The morphological variation in organisms is influenced by both genetic factors and the environmental and ecological conditions under which their development occurs [1,2]. In particular, insular populations provide an ideal framework for studying these processes, as they represent a major source of evidence for the occurrence of rapid adaptive changes in morphological traits [3,4]. The inherent properties of islands, such as geographic isolation, small population sizes, and limited resource availability, among others, contribute to the isolation of evolutionary processes that promote local adaptation and, over time, speciation, a phenomenon commonly referred to as the island effect [5,6,7,8,9]. Consequently, populations inhabiting islands often exhibit phenotypic modifications compared to their continental counterpart, as a result of specific selective pressures associated with resource availability, intraspecific competition, dispersal constraints, or the absence of predators [10,11]. These changes may be expressed through variation in body size, wing proportions, locomotor structures, or feeding-related traits, reflecting the plasticity and adaptive response of species to insular environmental conditions [12,13].

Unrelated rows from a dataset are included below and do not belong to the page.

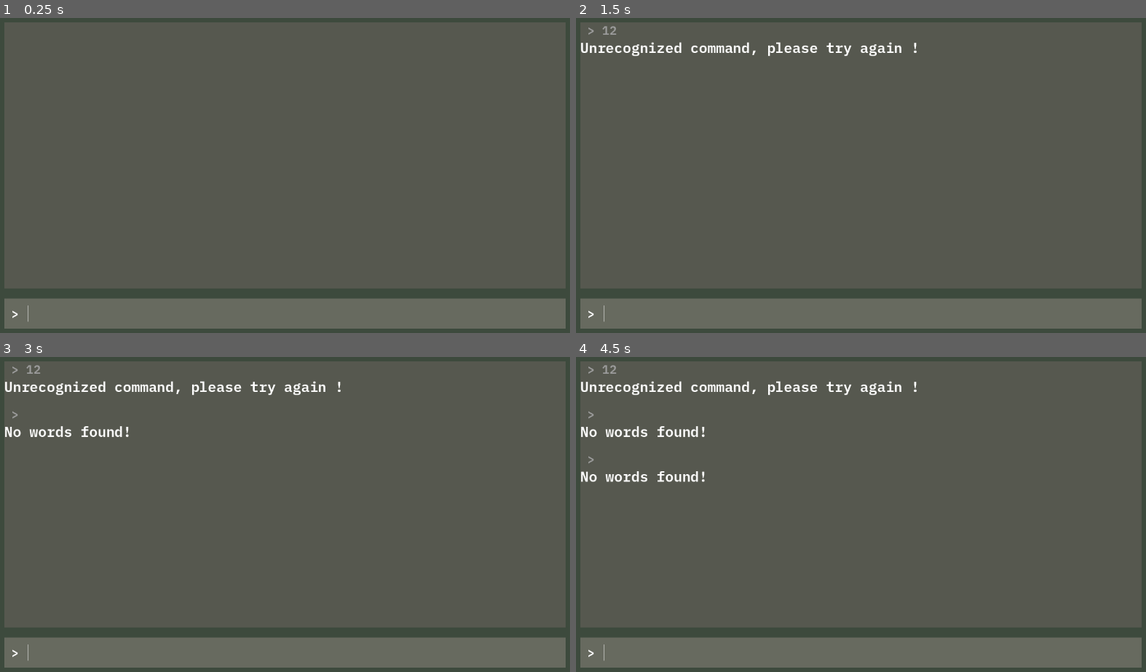
Above: before the commit, frames 1-4 (two rows, left to right).
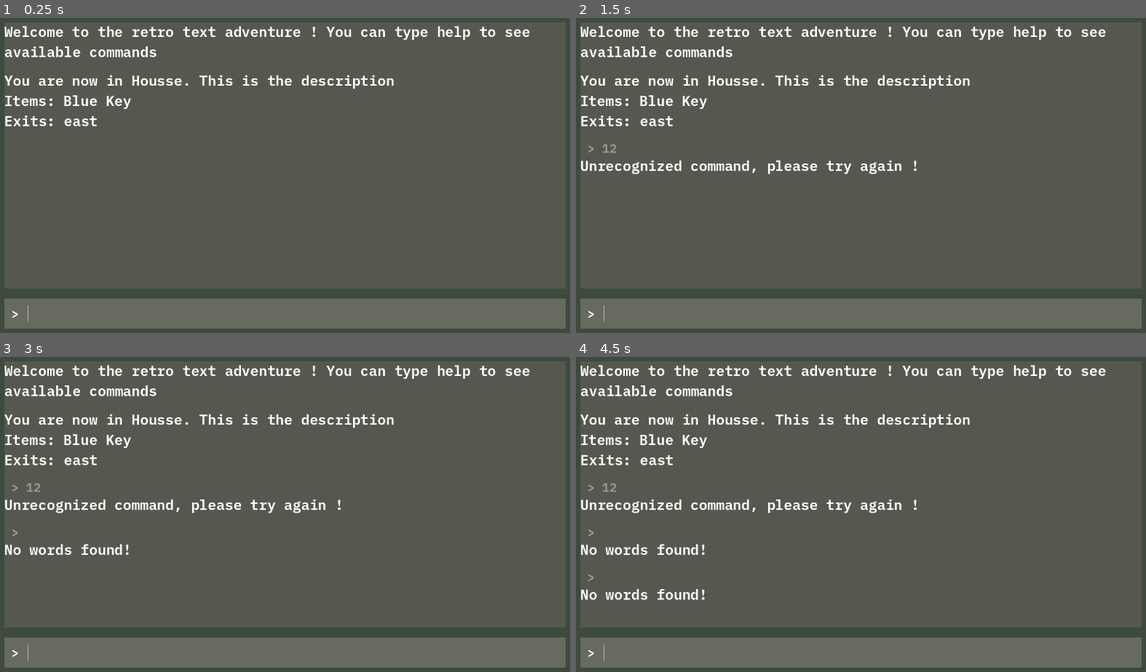
Above: after the commit, the same moments.

Repository: ginocarlo01/Kujira-Museum
Game: Godot game, scene res://scenes/game.tscn
The game is run twice, just before and just after one commit, with the same random seed, the same clock (stepped at 60 frames per second) and the same inputs.
Inputs (mouse positions are in pixels of both pictures, inside the frame that each line leads up to):
- Up to frame 1 (0.25 s): no input
- Up to frame 2 (1.5 s): click (872, 314) at 0.52 s; type "12" at 0.6 s; tap Enter at 1.25 s
- Up to frame 3 (3 s): tap Space at 2 s; tap Enter at 2.75 s
- Up to frame 4 (4.5 s): tap Space at 3.5 s; tap Enter at 4.25 s

The runs differ from the first frame. In frame 1, 2.9% of the frame differs, in the area x 0-93%, y 2-35%; in frame 2, 4.3%; in frame 3, 5.0%; in frame 4, 5.6%, in the area x 0-93%, y 2-78%.

Commit message:
Keys added

Diff:
--- /dev/null
+++ b/Items/key.tres
@@ -0,0 +1,8 @@
+[gd_resource type="Resource" script_class="Item" load_steps=2 format=3 uid="uid://ceut34p8usg2"]
+
+[ext_resource type="Script" path="res://scripts/Item.gd" id="1_kkv0g"]
+
+[resource]
+script = ExtResource("1_kkv0g")
+item_name = "Green Key"
+item_type = 0
--- a/project.godot
+++ b/project.godot
@@ -15,6 +15,10 @@
 config/features=PackedStringArray("4.3", "GL Compatibility")
 config/icon="res://icon.svg"
 
+[autoload]
+
+Types="*res://scripts/globals/Types.gd"
+
 [rendering]
 
 renderer/rendering_method="gl_compatibility"
--- /dev/null
+++ b/room.gd
@@ -0,0 +1,65 @@
+@tool
+
+extends PanelContainer
+class_name Room
+
+@export var room_name := "Room Name" : set = set_room_name
+@export_multiline var room_description := "This is the description" : set = set_room_description
+
+var exits : Dictionary = {}
+var items : Array = []
+
+func set_room_name(new_name : String):
+	$MarginContainer/Rows/RoomName.text = new_name
+	room_name = new_name
+
+func set_room_description(new_description : String):
+	$MarginContainer/Rows/RoomDescription.text = new_description
+	room_description = new_description
+
+func add_item(item: Item):
+	items.append(item)
+
+func get_full_description() -> String:
+	var descriptions = PackedStringArray([
+		get_room_description(),
+		get_items(),
+		get_exits()
+	])
+
+	var full_description = "\n".join(descriptions)
+
+	return full_description
+
+func get_room_description() -> String:
+	return "You are now in " + room_name + ". " + room_description
+
+func get_items() -> String:
+	if items.size() == 0:
+		return "No items to pickup"
+
+	var all_items = ""
+
+	for i in items:
+		all_items += i.item_name + " "
+
+	return "Items: " + all_items
+
+func get_exits() -> String:
+	return "Exits: " + " ".join(PackedStringArray(exits.keys()))
+
+func connect_exit(direction : String, room):
+	var exit = Exit.new()
+	exit.room_1 = self
+	exit.room_2 = room
+	exits[direction] = exit
+
+	match direction:
+		"west":
+			room.exits["east"] = exit
+		"east":
+			room.exits["west"] = exit
+		"south":
+			room.exits["north"] = exit
+		"north":
+			room.exits["south"] = exit
--- /dev/null
+++ b/room_manager.gd
@@ -0,0 +1,8 @@
+extends Node
+
+func _ready() -> void:
+	# HOUSE :
+	var key = Item.new()
+	key.initialize("Blue Key", Types.ItemTypes.KEY)
+	$House.connect_exit("east", $OutsideRoom)
+	$House.add_item(key)
--- a/scenes/command_processor.gd
+++ b/scenes/command_processor.gd
@@ -1,11 +1,9 @@
 extends Node
 
-signal response_generated(response_text)
+var current_room : Room = null
 
-var current_room = null
-
-func initialize(starting_room):
-	current_room = starting_room
+func initialize(starting_room) -> String:
+	return change_room(starting_room)
 
 func process_command(input : String) -> String:
 	var words = input.split(" ", false)
@@ -31,11 +29,17 @@
 	if second_word == "":
 		return "Go where?"
 
-	return "You go %s" %second_word
+	if current_room.exits.keys().has(second_word):
+		#var change_response = change_room(current_room.exits[second_word])
+		var change_response = change_room(current_room.exits[second_word].get_other_room(current_room))
+		return "\n".join(PackedStringArray(["You go %s" %second_word, change_response]))
+	else:
+		return "This is not a valid exit."
 
 func help() -> String:
 	return "You can use these commands: go [location], help"
 
-func change_room(new_room : Room):
-	response_generated.emit("You go to " + new_room.room_description)
-	response_generated.emit(new_room.room_description)
+func change_room(new_room : Room) -> String:
+	current_room = new_room
+
+	return new_room.get_full_description()
--- a/scenes/game.tscn
+++ b/scenes/game.tscn
@@ -1,9 +1,10 @@
-[gd_scene load_steps=11 format=3 uid="uid://b3ifq7sb13vbw"]
+[gd_scene load_steps=12 format=3 uid="uid://b3ifq7sb13vbw"]
 
-[ext_resource type="Script" path="res://scenes/game.gd" id="1_ox0k4"]
-[ext_resource type="Script" path="res://scenes/input.gd" id="1_qo538"]
+[ext_resource type="Script" path="res://scripts/game.gd" id="1_ox0k4"]
+[ext_resource type="Script" path="res://scripts/input.gd" id="1_qo538"]
 [ext_resource type="FontFile" uid="uid://cittna8qf0imp" path="res://fonts/IBMPlexMono-SemiBold.ttf" id="1_w3cli"]
 [ext_resource type="Script" path="res://scenes/command_processor.gd" id="2_es8au"]
+[ext_resource type="Script" path="res://room_manager.gd" id="3_5j5y6"]
 [ext_resource type="PackedScene" uid="uid://currxaw7xo502" path="res://scenes/room.tscn" id="3_66d0a"]
 
 [sub_resource type="StyleBoxFlat" id="StyleBoxFlat_jjdsp"]
@@ -34,13 +35,22 @@
 script = ExtResource("2_es8au")
 
 [node name="RoomManager" type="Node" parent="."]
+script = ExtResource("3_5j5y6")
 
 [node name="House" parent="RoomManager" instance=ExtResource("3_66d0a")]
-offset_left = 57.0
-offset_top = -526.0
-offset_right = 307.0
-offset_bottom = -326.0
-room_name = "House"
+offset_left = 59.0
+offset_top = -522.0
+offset_right = 309.0
+offset_bottom = -322.0
+room_name = "Housse"
+
+[node name="OutsideRoom" parent="RoomManager" instance=ExtResource("3_66d0a")]
+offset_left = 444.0
+offset_top = -521.0
+offset_right = 694.0
+offset_bottom = -321.0
+room_name = "outside"
+room_description = "This is the outside of the village"
 
 [node name="Background" type="PanelContainer" parent="."]
 layout_mode = 1
--- a/scenes/input_response.tscn
+++ b/scenes/input_response.tscn
@@ -1,6 +1,6 @@
 [gd_scene load_steps=4 format=3 uid="uid://bfm1vcpi68xy6"]
 
-[ext_resource type="Script" path="res://scenes/input_response.gd" id="1_5o5xw"]
+[ext_resource type="Script" path="res://scripts/input_response.gd" id="1_5o5xw"]
 [ext_resource type="PackedScene" uid="uid://c2yalhval7dis" path="res://scenes/input_history.tscn" id="2_bv02p"]
 [ext_resource type="PackedScene" uid="uid://c08gthf74m502" path="res://scenes/response.tscn" id="3_bcfgu"]
 
--- a/scenes/room.gd
+++ /dev/null
@@ -1,5 +0,0 @@
-extends PanelContainer
-class_name Room
-
-@export var room_name := "Room Name"
-@export var room_description := "This is the description"
--- a/scenes/room.tscn
+++ b/scenes/room.tscn
@@ -1,7 +1,7 @@
 [gd_scene load_steps=3 format=3 uid="uid://currxaw7xo502"]
 
 [ext_resource type="FontFile" uid="uid://cittna8qf0imp" path="res://fonts/IBMPlexMono-SemiBold.ttf" id="1_dbqja"]
-[ext_resource type="Script" path="res://scenes/room.gd" id="1_my3ek"]
+[ext_resource type="Script" path="res://room.gd" id="1_my3ek"]
 
 [node name="Room" type="PanelContainer"]
 custom_minimum_size = Vector2(250, 200)
--- /dev/null
+++ b/scripts/Exit.gd
@@ -0,0 +1,18 @@
+extends Resource;
+class_name Exit
+
+var room_1 = null
+var room_1_is_locked := false
+
+var room_2 = null
+var room_2_is_locked := false
+
+func get_other_room(current_room):
+	var other_room = null
+	if current_room == room_1:
+		other_room = room_2
+	elif current_room == room_2:
+		other_room = room_1
+	else:
+		printerr("The room you've sent is not valid!")
+	return other_room
--- /dev/null
+++ b/scripts/Item.gd
@@ -0,0 +1,9 @@
+extends Resource
+class_name Item
+
+@export var item_name := "Item Name"
+@export var item_type := Types.ItemTypes.KEY
+
+func initialize(item_name: String, item_type : Types.ItemTypes):
+	self.item_name = item_name
+	self.item_type = item_type
--- a/scenes/game.gd
+++ b/scripts/game.gd
@@ -15,9 +15,11 @@
 func _ready() -> void:
 	scrollbar.changed.connect(handle_scrollbar_changed)
 
-	command_processor.response_generated.connect(handle_response_generated)
-	command_processor.initialize(command_processor.get_child(0))
+	create_response("Welcome to the retro text adventure ! You can type help to see available commands")
 
+	#command_processor.response_generated.connect(handle_response_generated)
+	var starting_room_response =  command_processor.initialize(room_manager.get_child(0))
+	create_response(starting_room_response)
 
 func handle_scrollbar_changed():
 	scroll.scroll_vertical = scrollbar.max_value
@@ -29,10 +31,9 @@
 	var response = command_processor.process_command(new_text)
 	var input_response = InputResponse.instantiate()
 	input_response.set_text(new_text, response)
-	history_rows.add_child(input_response)
 	add_response_to_history(input_response)
 
-func handle_response_generated(response_text):
+func create_response(response_text : String):
 	var response = Response.instantiate()
 	response.text = response_text
 	add_response_to_history(response)
--- /dev/null
+++ b/scripts/globals/Types.gd
@@ -0,0 +1,5 @@
+extends Node
+
+enum ItemTypes {
+	KEY,
+}
Renamed: scenes/input.gd -> scripts/input.gd
Renamed: scenes/input_response.gd -> scripts/input_response.gd

Beyond their biogeographic isolation, islands function as natural laboratories for evolutionary experimentation, where selective pressures operate with greater intensity or independence than in continental systems [8,14]. As a result, insular environments provide valuable opportunities to observe the tempo and mode of evolutionary change, revealing how ecological constraints, resource limitation, and spatial isolation interact to shape phenotypic diversity [3,15]. In this sense, morphological variation serves as a key proxy for understanding the adaptive trajectories and diversification processes that characterize island biotas.

Although the particular conditions of islands may promote phenotypic divergence and the emergence of local adaptations, certain evolutionary processes can, in some cases, lead to the opposite effect by reducing genetic variability and, consequently, morphological variation [16,17]. Factors such as reduced gene flow, recent colonization events, founder effects, and genetic drift tend to limit diversity within insular populations [18,19]. Moreover, when islands are located close to one another or share similar environmental conditions, a certain degree of morphological homogenization may be maintained as a result of the occasional exchange of individuals or partial panmixia [20,21]. Taken together, these processes indicate that insularity does not always promote morphological differentiation; rather, its effect depends on the interaction between the evolutionary history of populations, the degree of connectivity among islands, and local selective pressures.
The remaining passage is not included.